Why Time.clock() Returns Such A Large Value On Windows Server 2008 X64
Solution 1:
Per the docs on time.clock
On Windows, this function returns wall-clock seconds elapsed since the first call to this function, as a floating point number, based on the Win32 function QueryPerformanceCounter().
so my (blind, i.e., I've never seen Amazon's code for Windows virtualization!-) guess would be that Amazon's virtualization doesn't go quite deep enough to trick QueryPerformanceCounter
(which is a very low-level, low-overhead function). Tricking time.time
(in a virtualizing hypervisor) is easier (and a more common need).
Do you know what happens e.g. on Microsoft's Azure, and with other non-Microsoft virtualizers such as Parallels or VMWare?

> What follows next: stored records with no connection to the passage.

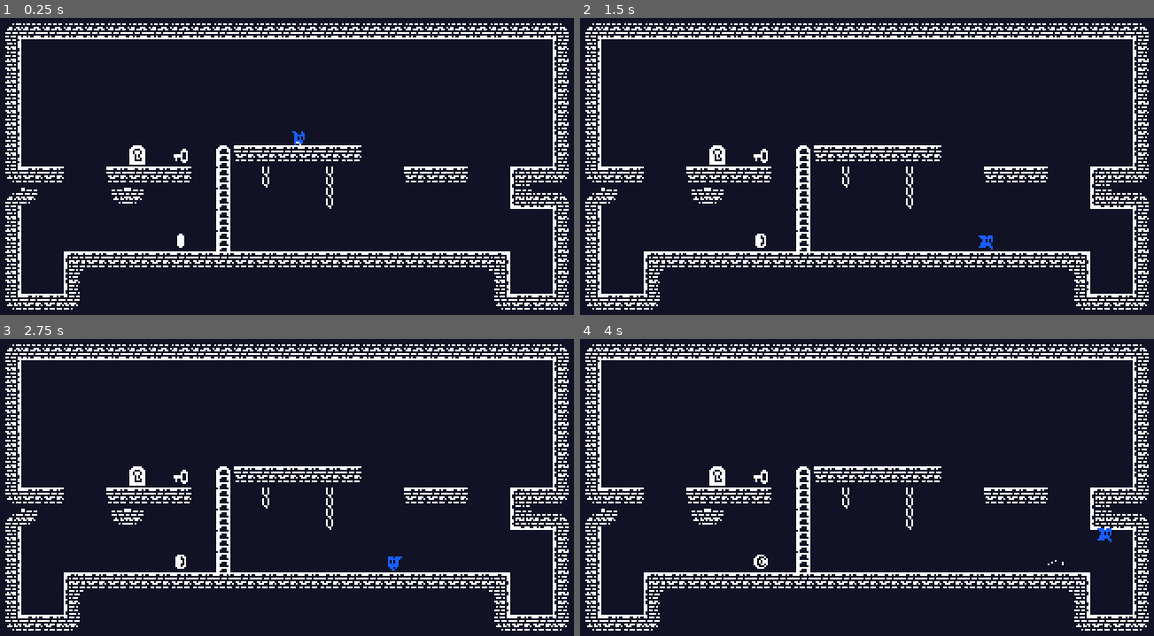
Above: before the commit, frames 1-4 (two rows, left to right).
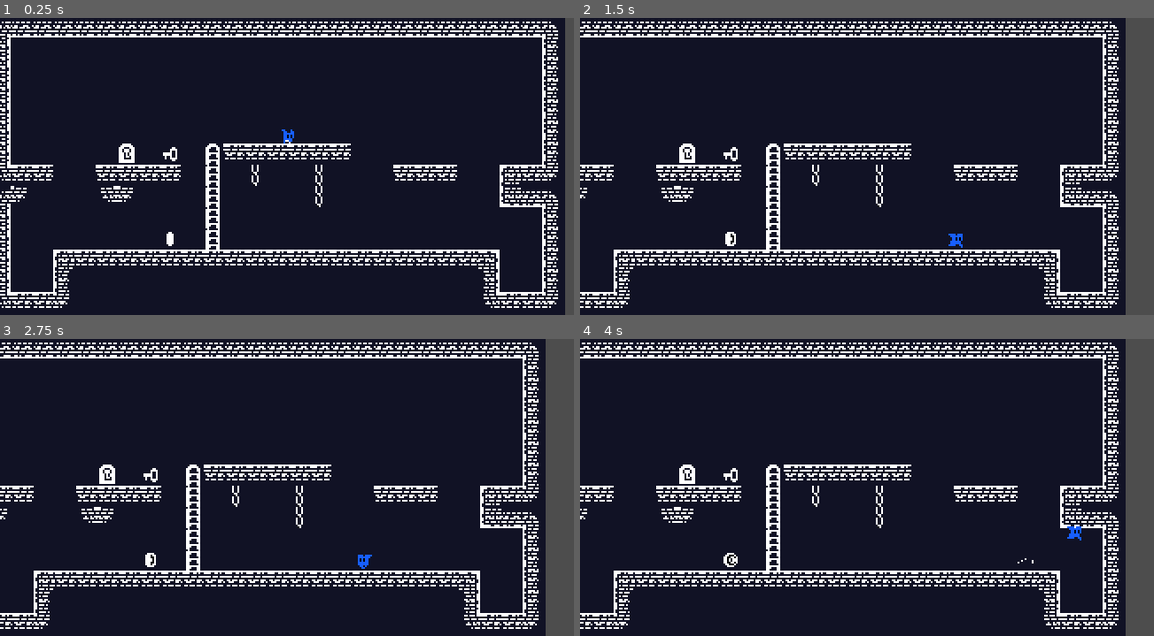
Above: after the commit, the same moments.

Repository: lcarvalhogs/godot-platformer
Game: Godot game, scene res://Game.tscn
Two runs of this game, one before a commit and one after it. Both use one fixed random seed, a clock stepped at 60 frames per second and the inputs below.
Inputs:
- Up to frame 1 (0.25 s): no input
- Up to frame 2 (1.5 s): hold Right (right) from 0.53 s (still down); tap Z (jump) at 0.77 s
- Up to frame 3 (2.75 s): tap Z (jump) at 1.52 s; release Right (right) at 2.03 s; hold Left (left) from 2.03 s (still down)
- Up to frame 4 (4 s): release Left (left) at 2.78 s; hold Right (right) from 2.78 s (still down); tap Z (jump) at 3.02, 3.77 s

The runs differ from the first frame. In frame 1, 17% of the frame differs, in the area x 0-100%, y 0-100%; in frame 2, 20%; in frame 3, 20%; in frame 4, 20%.

Commit message:
Adds script to update the camera position and adds game event to listen for level load and player spawn.

Diff:
--- a/Game.gd
+++ b/Game.gd
@@ -89,3 +89,17 @@
 func on_computer():
 	var level: Level = get_level_node()
 	level.replace_tiles(level.BLOCK_OUTLINE, level.BLOCK)
+
+func on_player_spawn(player: Node2D):
+	if player != null:
+		$Camera2D.set_camera_target(player)
+		pass
+
+func on_level_loaded(camera_bounds_top: Vector2, extents: Vector2):
+	if camera_bounds_top != null and extents != null:
+		var camera_node: Camera2D = $Camera2D
+		camera_node.limit_left = camera_bounds_top.x
+		camera_node.limit_top = camera_bounds_top.y
+
+		camera_node.limit_right = camera_bounds_top.x + extents.x * 2
+		camera_node.limit_bottom = camera_bounds_top.y + extents.y * 2
--- a/Game.tscn
+++ b/Game.tscn
@@ -1,6 +1,7 @@
-[gd_scene load_steps=2 format=3 uid="uid://cegsh1dlvd2wg"]
+[gd_scene load_steps=3 format=3 uid="uid://cegsh1dlvd2wg"]
 
 [ext_resource type="Script" path="res://Game.gd" id="1_8eg17"]
+[ext_resource type="Script" path="res://PlayerCamera2D.gd" id="2_3stj4"]
 
 [node name="Game" type="Node2D"]
 process_mode = 3
@@ -14,7 +15,8 @@
 color = Color(0.0666667, 0.0705882, 0.145098, 1)
 
 [node name="Camera2D" type="Camera2D" parent="."]
-offset = Vector2(162, 84)
+position = Vector2(162, 84)
+script = ExtResource("2_3stj4")
 
 [node name="Node2D" type="Node2D" parent="."]
 z_index = 10
--- a/Levels/BaseLevel.tscn
+++ b/Levels/BaseLevel.tscn
@@ -175,7 +175,10 @@
 physics_layer_0/collision_layer = 1
 sources/0 = SubResource("TileSetAtlasSource_krxcc")
 
-[node name="Level" type="Node2D"]
+[sub_resource type="RectangleShape2D" id="RectangleShape2D_mrm4v"]
+size = Vector2(361, 167)
+
+[node name="Level2" type="Node2D"]
 process_mode = 1
 script = ExtResource("1_wff40")
 key = ExtResource("2_8apd2")
@@ -195,3 +198,10 @@
 [node name="Items" type="Node2D" parent="."]
 
 [node name="Triggerables" type="Node2D" parent="."]
+
+[node name="Area2D" type="Area2D" parent="."]
+position = Vector2(-21, 0)
+
+[node name="CollisionShape2D" type="CollisionShape2D" parent="Area2D"]
+position = Vector2(182, 84)
+shape = SubResource("RectangleShape2D_mrm4v")
--- a/Levels/Level.gd
+++ b/Levels/Level.gd
@@ -28,6 +28,7 @@
 	pass # Replace with function body.
 
 func setup_tiles():
+	var player_instance
 	var cells = $Tiles.get_used_cells(0)
 	for cell in cells:
 		var index = $Tiles.get_cell_atlas_coords(0, Vector2i(cell.x, cell.y))
@@ -45,15 +46,20 @@
 			COIN:
 				create_instance_from_tilemap(cell, coin, $Items)
 			PLAYER:
-				create_instance_from_tilemap(cell, player, self, Vector2(6, 10))
+				player_instance = create_instance_from_tilemap(cell, player, self, Vector2(6, 10))
 			COMPUTER:
 				create_instance_from_tilemap(cell, computer, $Triggerables)
+
+	get_tree().call_group("game", "on_level_loaded", $Area2D.position, $Area2D/CollisionShape2D.shape.extents)
+	if player_instance != null:
+		get_tree().call_group("game", "on_player_spawn", player_instance)
 
 func create_instance_from_tilemap(coord: Vector2, prefab: PackedScene, parent: Node2D, offset: Vector2 = Vector2.ZERO):
 	$Tiles.set_cell(0, coord, -1)
 	var pf = prefab.instantiate()
 	pf.position = $Tiles.map_to_local(coord) + offset
 	parent.add_child((pf))
+	return pf
 
 func replace_tiles(old_tile: Vector2i, new_tile: Vector2i):
 	var cells = $Tiles.get_used_cells_by_id(0, 0, old_tile)
--- a/Levels/Level1.tscn
+++ b/Levels/Level1.tscn
@@ -6,3 +6,6 @@
 
 [node name="Tiles" parent="." index="0"]
 layer_0/tile_data = PackedInt32Array(0, 0, 3, 851968, 0, 4, 851994, 65536, 4, 26, 65536, 3, 1, 65536, 2, 2, 65536, 2, 3 …(1824 unchanged characters)…
+
+[node name="Area2D" parent="." index="3"]
+position = Vector2(-20, 1)
--- a/Levels/Level2.tscn
+++ b/Levels/Level2.tscn
@@ -1,8 +1,18 @@
-[gd_scene load_steps=2 format=3 uid="uid://cok23vjqltmvq"]
+[gd_scene load_steps=3 format=3 uid="uid://cok23vjqltmvq"]
 
 [ext_resource type="PackedScene" uid="uid://cc4up7bxgemcm" path="res://Levels/BaseLevel.tscn" id="1_igvsr"]
+
+[sub_resource type="RectangleShape2D" id="RectangleShape2D_inxnn"]
+size = Vector2(323, 166)
 
 [node name="Level" instance=ExtResource("1_igvsr")]
 
 [node name="Tiles" parent="." index="0"]
 layer_0/tile_data = PackedInt32Array(851968, 0, 4, 851994, 65536, 4, 26, 65536, 3, 1, 65536, 2, 2, 0, 3, 3, 65536, 2, 4 …(2738 unchanged characters)…
+
+[node name="Area2D" parent="." index="3"]
+position = Vector2(0, 0)
+
+[node name="CollisionShape2D" parent="Area2D" index="0"]
+position = Vector2(162.5, 83)
+shape = SubResource("RectangleShape2D_inxnn")
--- /dev/null
+++ b/PlayerCamera2D.gd
@@ -0,0 +1,20 @@
+extends Camera2D
+
+@export var transition_time: float = 1.0
+
+var _camera_target: Node2D
+
+func _ready():
+	pass
+
+func _physics_process(delta):
+	if _camera_target == null:
+		return
+
+	position = _get_target_pos()
+
+func _get_target_pos() -> Vector2:
+	return _camera_target.position
+
+func set_camera_target(target: Node2D):
+	_camera_target = target
Not shown: 1 places in Levels/BaseLevel.tscn that only renumber resources

I wouldn't be surprised to see different "depth" to the amount of "trickery" (deep virtualization) performed in each case. (I don't doubt that the explanation for this observation must have to do with virtualization, although the specific guess I make above could be flawed).
It would also be interesting to try (again, on various different virtualizers) a tiny C program doing just QueryPerformanceCounter
, just to confirm that Python's runtime has nothing to do with the case (I believe so, by inspection of the runtime's source, but a confirmation could not hurt -- unfortunately I don't have access to the resources needed to try it myself).